# Essential Books For Home Cook



## Evilsports (Mar 26, 2017)

I had made a post about trying my hand at a demi glace-ish reduction, and one fellow recommended a book by James Peterson:








I don't know that I have a go-to cookbook for anything, to be honest. I'm looking for recommendations from people who are more skilled and knowledgeable than me.

What would you consider to be your quintessential cooking book?

I Google the question and inevitably end up with a list including Joy of Cooking, Mastering French Cooking, and the rest of the mainstream type cook books.
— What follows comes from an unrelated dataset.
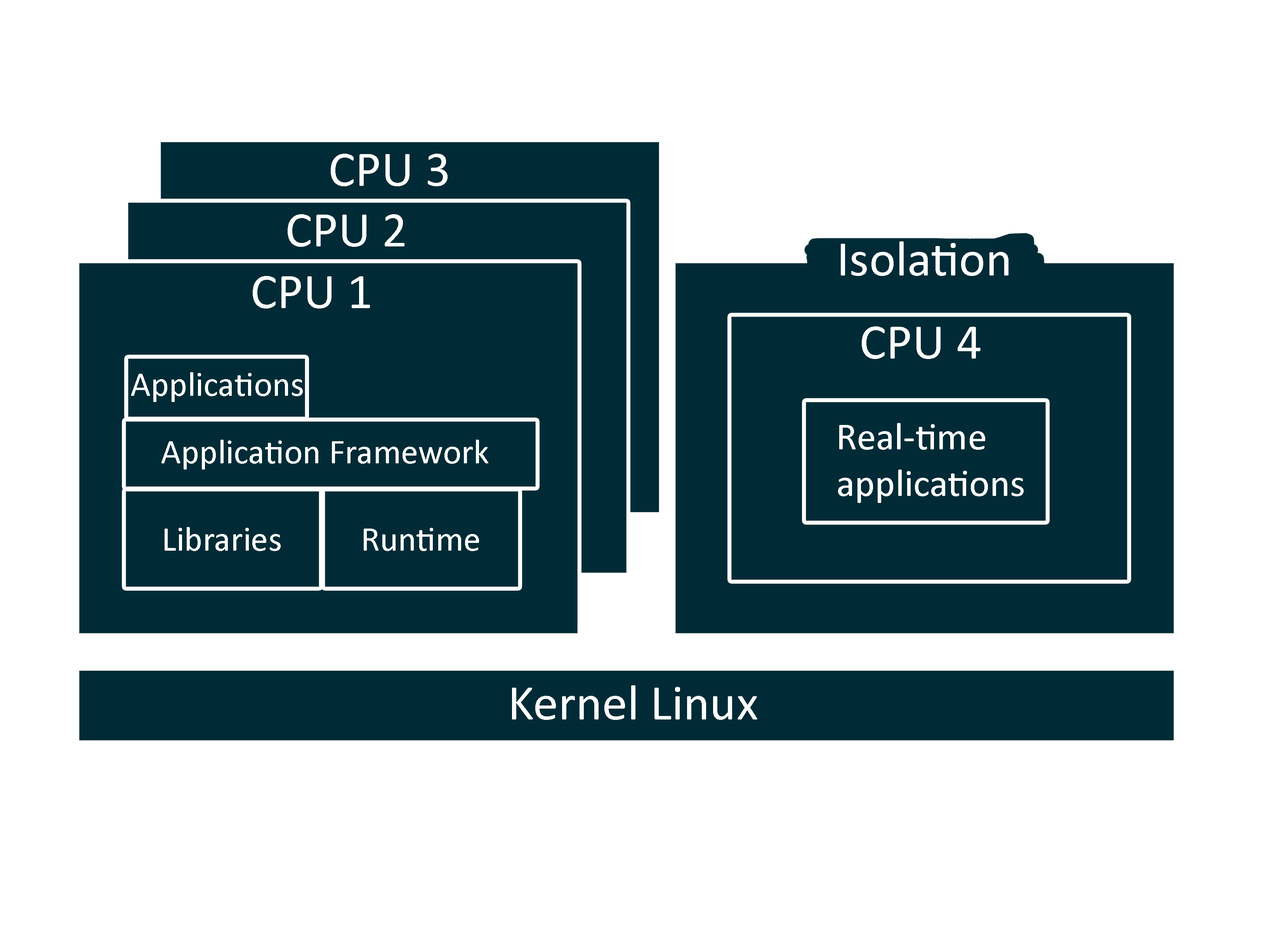
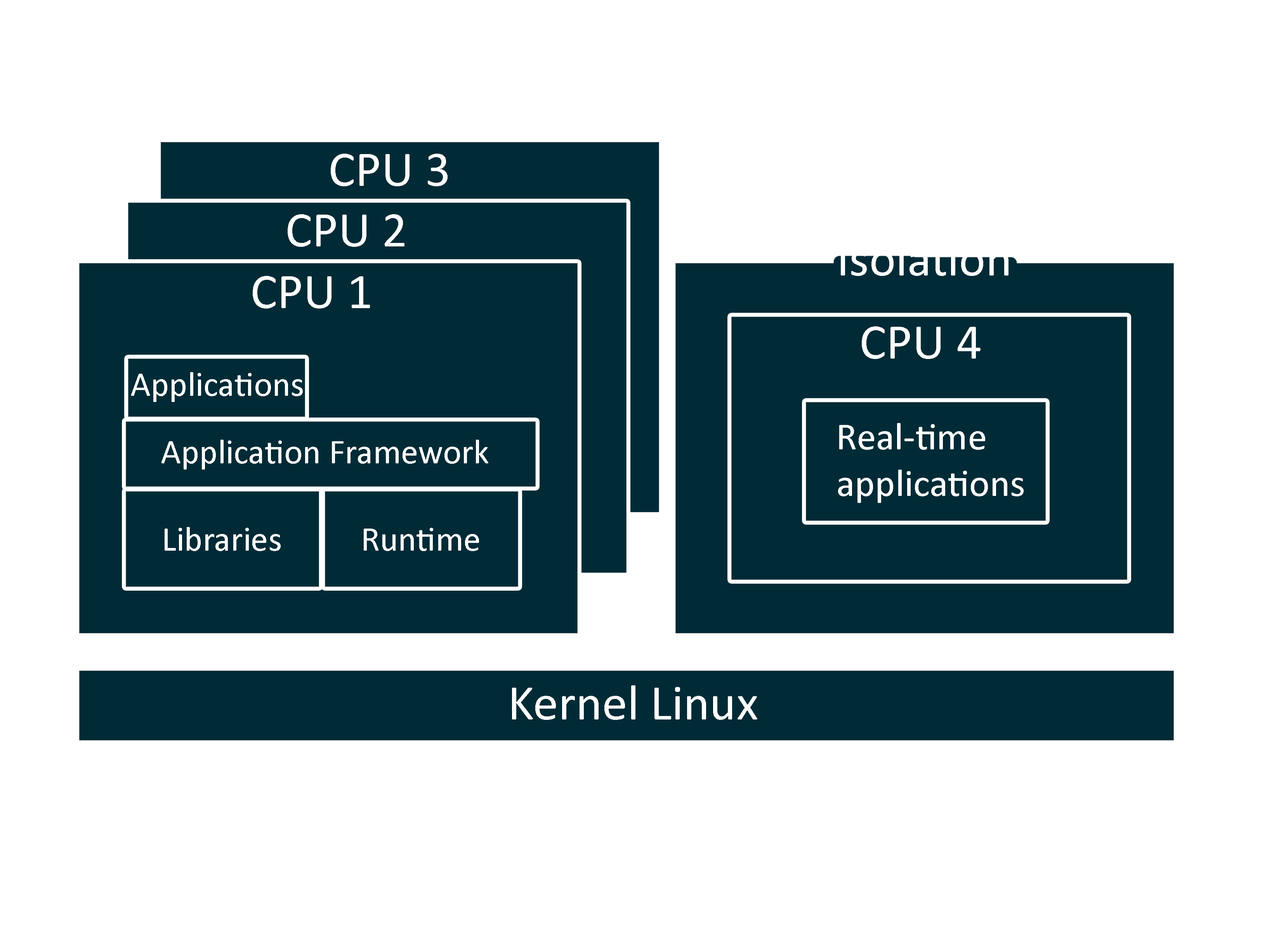
Before/after of a 1267×950 layered artwork. What changed in the layer stack:
removed layer "Forma 1" over [803, 232, 1046, 264]
painted on "Runtime" over [832, 255, 1018, 264]

I don't know that these are or aren't the books I'm looking for, but figured I'd try to save a bit of leg work and see what you guys consider to be a few of your personal grails.

Disclaimer: I'm just a home cook who would like to learn more about the craft.


Thanks,
Kevin.


----------



## Godslayer (Mar 26, 2017)

On food and cooking immediately springs to mind and to a lesser degree August escoffiers "a guide to modern cooking" and [email protected] are great resources. That first one is my absoulute favorite and I bought my mom and sister a copy each. http://www.kitchenknifeforums.com/showthread.php/21076-Recommend-some-books?highlight=

May be of some use. It's a book thread I made a long long time ago. But classics never change. 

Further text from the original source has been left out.